An analytical method for the determination of volatile and semi-volatile compounds representing various chemical groups in ice wines was developed and optimized in the presented study. A combination of the fully automated solid-phase microextraction (SPME) sample preparation technique and gas chromatographic-mass spectrometric (GC-MS) system to perform the final chromatographic separation and identification of the analytes of interest was utilized. A time-of-flight mass spectrometric (TOF-MS) analyzer provided very rapid analysis of this relatively complex matrix. Full spectral information in the range of m/z 35-450 was collected across the short GC run (less than 5 min). Divinylbenzene/Carboxen/Polydimethylsiloxane (DVB/CAR/PDMS) 50/30 microm fiber performed best during the optimization experiments and it was used in the headspace SPME mode to isolate compounds from ice wine samples, consisting of 3 mL wine with 1g salt addition. After the sample incubation and extraction (both 5 min at 45 degrees C), analytes were thermally desorbed in the GC injector for 2 min (injector maintained at 260 degrees C) and transferred into the column. The MS data acquisition rate of 50 spectra/s was selected as optimal.

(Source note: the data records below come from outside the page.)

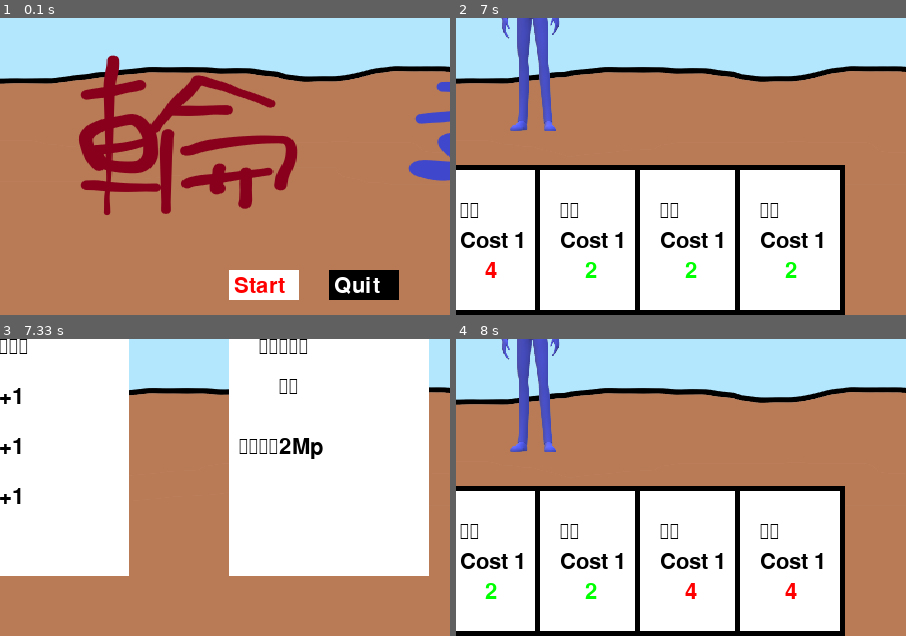
Above: before the commit, frames 1-4 (two rows, left to right).
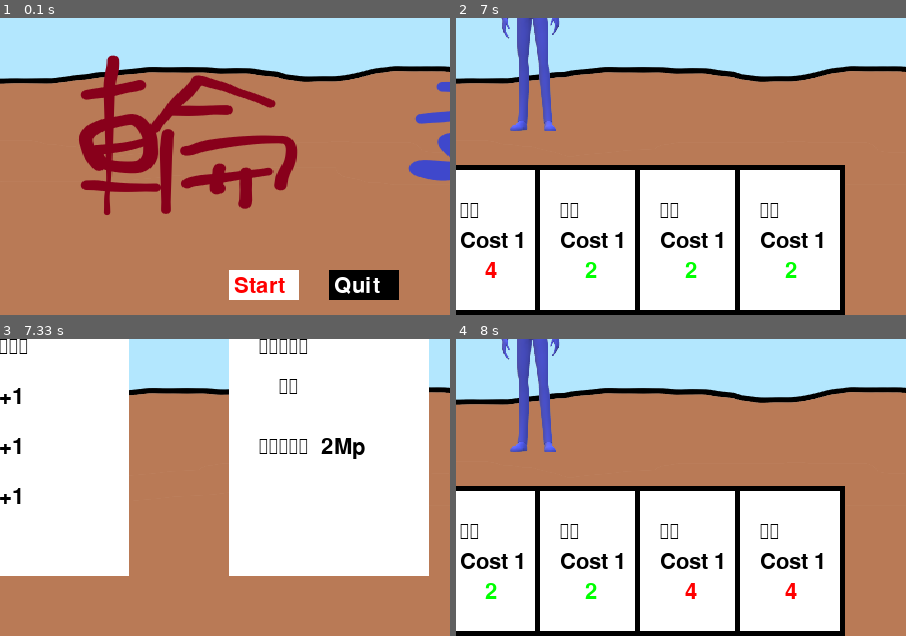
Above: after the commit, the same moments.

Repository: razersword21/pygame-card
Game: pygame game, started from main.py
The game is run twice, just before and just after one commit, with the same random seed, the same clock (stepped at 60 frames per second) and the same inputs.
Inputs (mouse positions are % of the whole screen's width and height, from its top left):
- Up to frame 1 (0.1 s): no input
- Up to frame 2 (7 s): press the mouse at (43, 95) at 0.37 s; move the mouse to (44, 58) at 0.47 s; release the mouse at (46, 22) at 0.6 s; press the mouse at (89, 95) at 0.7 s; move the mouse to (73, 83) at 0.8 s; release the mouse at (58, 71) at 0.93 s; click (37, 56) at 1.05 s; press the mouse at (89, 95) at 1.37 s; move the mouse to (53, 67) at 1.47 s; release the mouse at (16, 40) at 1.6 s; press the mouse at (95, 5) at 1.7 s; move the mouse to (54, 26) at 1.8 s; release the mouse at (13, 47) at 1.93 s; press the mouse at (43, 95) at 2.03 s; move the mouse to (60, 90) at 2.13 s; release the mouse at (78, 86) at 2.27 s; click (57, 88) at 2.38 s; click (41, 17) at 2.72 s; click (36, 29) at 3.05 s; press the mouse at (95, 5) at 3.37 s; move the mouse to (78, 31) at 3.47 s; release the mouse at (62, 58) at 3.6 s; press the mouse at (43, 95) at 3.7 s; move the mouse to (31, 58) at 3.8 s; release the mouse at (19, 22) at 3.93 s; click (46, 36) at 4.05 s; click (53, 68) at 4.38 s; press the mouse at (89, 95) at 4.7 s; move the mouse to (75, 91) at 4.8 s; release the mouse at (61, 87) at 4.93 s; press the mouse at (89, 95) at 5.03 s; move the mouse to (52, 90) at 5.13 s; release the mouse at (14, 85) at 5.27 s; click (21, 71) at 5.38 s; click (30, 42) at 5.72 s; click (17, 86) at 6.05 s; click "Next Turn" at 6.38 s; click (14, 75) at 6.72 s
- Up to frame 3 (7.33 s): click (13, 47) at 7.05 s
- Up to frame 4 (8 s): click (43, 80) at 7.38 s; click (38, 36) at 7.72 s
The pictures show only the part of the screen within x 13-63%, y 50-100%; the shares and areas given below are measured in that part.

Frames 1-2 are identical in both runs. In frame 3, 0.8% of the frame differs, in the area x 53-82%, y 33-41%; in frame 4, nothing differs.

Commit message:
updata v1

Diff:
--- a/choose.py
+++ b/choose.py
@@ -66,7 +66,7 @@
                 card_text1 = font_list[0].render(op.name, True, BLACK)
                 win.blit(card_text1, (start_x[i], 340))
                 card_text2 = font_list[0].render(op.special, True, BLACK)
-                win.blit(card_text2, (start_x[i]-40, 400))
+                win.blit(card_text2, (start_x[i]-20, 400))
                 chose_option.append('card')
 
         for event in pygame.event.get():
--- a/params.py
+++ b/params.py
@@ -6,13 +6,13 @@
 BLACK = (0,0,0)
 
 class Special_card():
-    fire_card = Card(-1,'燃燒','fire',1,2,0,2,'每回合燒敵人2hp\n 持續2回合')
-    return_card = Card(-1,'重抽','return',1,0,0,0,'重新抽5張手牌')
+    fire_card = Card(-1,'燃燒','fire',1,2,0,2,'每回合燒\n 敵人2hp\n 持續2回合')
+    return_card = Card(-1,'重抽','return',1,0,0,0,'重新抽\n  5張手牌')
     drop_card = Card(-1,"抽兩張",'drop',1,0,0,0,'多抽兩張')
-    turtle_card = Card(-1,'烏龜','turtle',1,0,0,1,'成為烏龜\n 防禦+2\n 治癒+2\n 傷害-2')
+    turtle_card = Card(-1,'龜化','turtle',1,0,0,1,'成為烏龜\n 防禦+2\n 治癒+2\n 傷害-2')
     knife_card = Card(-1,'小刀*2','knife',1,0,0,0,'生成2張\n   小刀')
     Vampire_card = Card(-1,'壓榨','vampire',2,3,0,0,'造成3傷害\n 治癒自身3hp')
-    magic_card = Card(-1,'吸魔','absorb',2,2,0,0,'吸取對方2Mp')
+    magic_card = Card(-1,'吸魔','absorb',2,2,0,0,'吸取對方\n  2Mp')
     normal_deck = [Vampire_card,magic_card,drop_card,fire_card,return_card,knife_card,turtle_card] #
 
     guard_card = Card(-1,'神聖之盾','guard',2,0,2,0,'獲得自身防禦增強\n 2倍的盾')

The optimized analytical method did not exceed 20 min per sample, including both the isolation and pre-concentration of the analytes of interest, the final GC-TOF-MS analysis and the fiber bake-out. Both a linear temperature-programmed retention index (LTPRI) method using C(8)-C(20) alkanes loaded onto the fiber and a mass spectral library search were employed to identify the target compounds. The repeatability of the developed and optimized HS-SPME-GC-TOF-MS method for ice wine analysis, expressed as relative standard deviation (RSD, %, n=7), ranged from 3.2 to 9.0%.